Metallurgical silicon carbide is used in steel plants primarily as a deoxidizer, a supplementary recarburizer, and a slag-conditioning material. In practical furnace operation, it helps reduce oxygen, contribute silicon and carbon in the same heat, and improve slag behavior, which can lower total correction work and stabilize steelmaking performance. For most ordinary routes, grades such as Silicon Carbide 88 are widely used because they balance cost and metallurgical effectiveness.

Why is metallurgical silicon carbide used instead of traditional additives?

In steelmaking, every addition is evaluated by its effect in the furnace rather than by chemistry alone. Traditional materials such as FeSi 75 mainly provide silicon, while separate carbon materials are used for carbon adjustment. This creates multiple additions, multiple correction steps, and more opportunities for variation.

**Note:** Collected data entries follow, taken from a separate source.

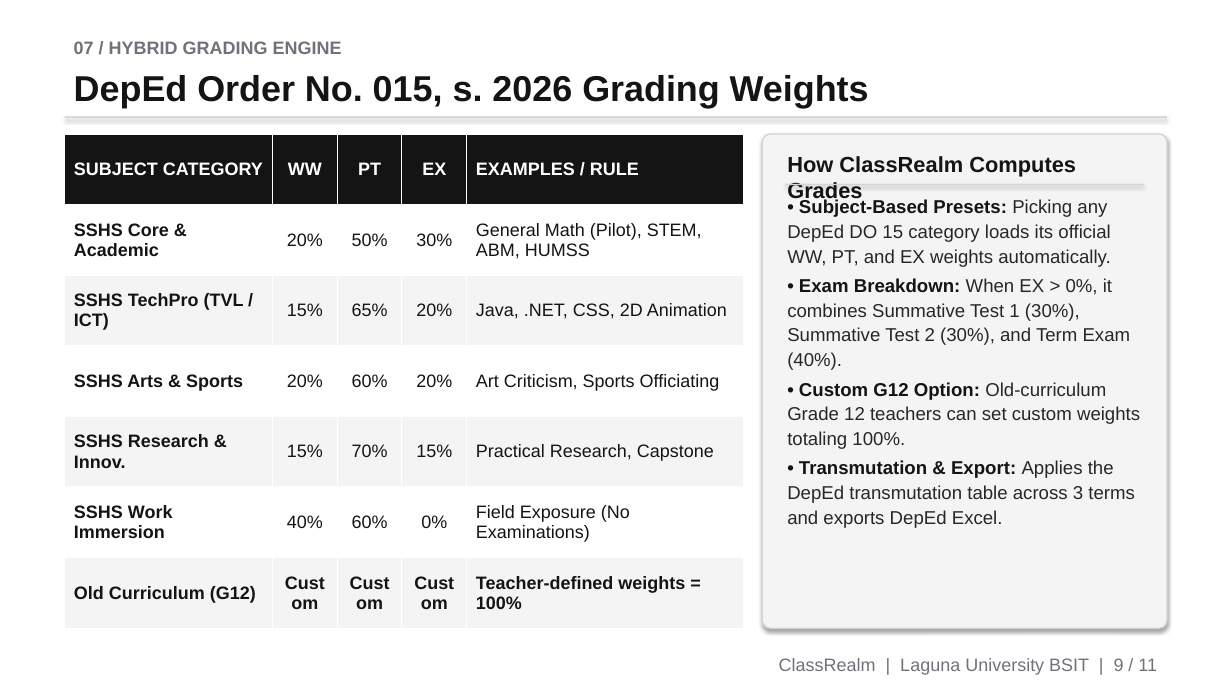
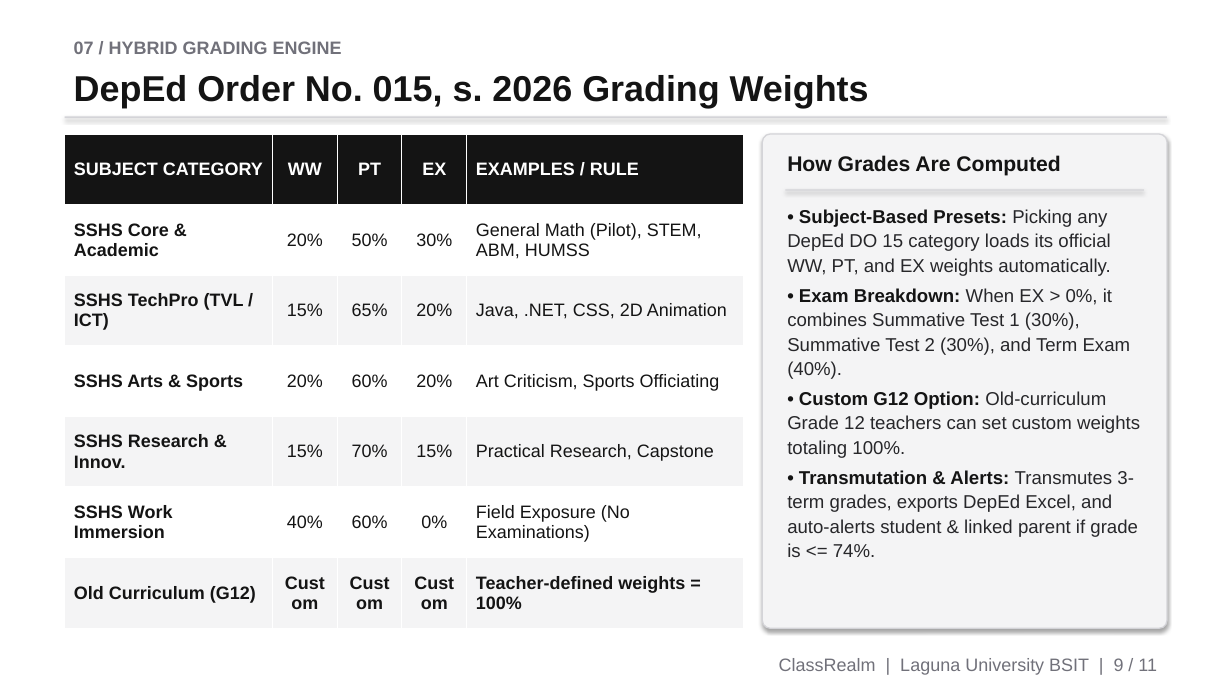
Before and after one commit to ljcalica071-cmd/class_realm01, a slide deck: slide 9 of ClassRealm_Final_Defense_Presentation.pptx. Drawn at 1232x693 pixels with LibreOffice and Linux fonts; fonts in the diff are those of the drawing. Boxes give left, top, right and bottom in pixels: in the first picture for what was removed or moved away, otherwise in the second. Text is boxed around its words. In the diff, an @@ line names an element or a change of style, - is before the commit and + after.

```diff
--- a/ClassRealm_Final_Defense_Presentation.pptx
+++ b/ClassRealm_Final_Defense_Presentation.pptx
@@ text at (787, 155, 1060, 176): text changed; size 17 to 16.5 pt @@
-How ClassRealm Computes Grades
+How Grades Are Computed
@@ text "• Subject-Based Presets: Picking any ...": place and size @@
-text "• Subject-Based Presets: Picking any ..." at (787, 199, 1140, 528)
+text "• Subject-Based Presets: Picking any ..." at (787, 209, 1140, 557)
@@ rectangle: place and size @@
-rectangle at (786, 184, 1144, 185)
+rectangle at (786, 189, 1144, 190)
@@ text at (787, 470, 1138, 557): text changed @@
-• Transmutation & Export: Applies the DepEd transmutation table across 3 terms and exports DepEd Excel.
+• Transmutation & Alerts: Transmutes 3-term grades, exports DepEd Excel, and auto-alerts student & linked parent if grade is <= 74%.
```
Also in this commit, not shown: 8 other slides changed, 31 other files.

Metallurgical silicon carbide changes this approach because it combines several functions:

• it contributes silicon
• it provides useful carbon
• it supports molten steel deoxidation
• it helps reduce oxidizing slag components

Because of this, many plants use silicon carbide deoxidizer for steelmaking to simplify alloying and reduce late-stage correction.

What are the main applications of silicon carbide in steel plants?

1. Deoxidation in molten steel

The most common use is as a silicon carbide deoxidizer. In oxidizing conditions, SiC reacts with FeO in slag, helping to reduce oxygen activity in the system.

This improves:

• deoxidation efficiency
• metallic yield
• stability of final chemistry

Compared with using only silicon-bearing alloys, silicon carbide for molten steel deoxidation often provides a more integrated effect.

2. Supplementary recarburizing effect

Silicon carbide is not a pure recarburizer, but it contributes carbon where the process allows it. In many routine steelmaking and foundry operations, this reduces the need for separate carbon additions.

This is why silicon carbide as recarburizer is often discussed together with its deoxidation role. The two functions are linked in practical furnace use.

3. Slag reduction and conditioning

Another important use is in slag control. When slag contains excessive FeO, it becomes more oxidizing and less effective for refining.

Silicon carbide for slag reduction helps:

• lower FeO in slag
• improve slag fluidity under suitable conditions
• support better slag-metal interaction

This is particularly relevant in processes where slag behavior affects steel cleanliness.

4. Use in induction furnace and EAF practice

In both induction furnace and electric arc furnace operations, silicon carbide for steelmaking is used to improve efficiency by reducing the number of separate additions.

In induction furnaces, where correction flexibility is limited, SiC helps simplify chemistry adjustment.
In EAF practice, it can support slag reduction and deoxidation in cost-sensitive operations.

What specification ranges are typical for metallurgical silicon carbide?

Among these, silicon carbide 88 for steelmaking is the most commonly used because it provides a practical balance between cost and performance.
Silicon carbide 75 is still used in more cost-sensitive operations, while silicon carbide 90 is selected when tighter consistency or lower impurity burden is required.

Why does particle size matter in practical use?

Particle size affects how the material behaves in the furnace.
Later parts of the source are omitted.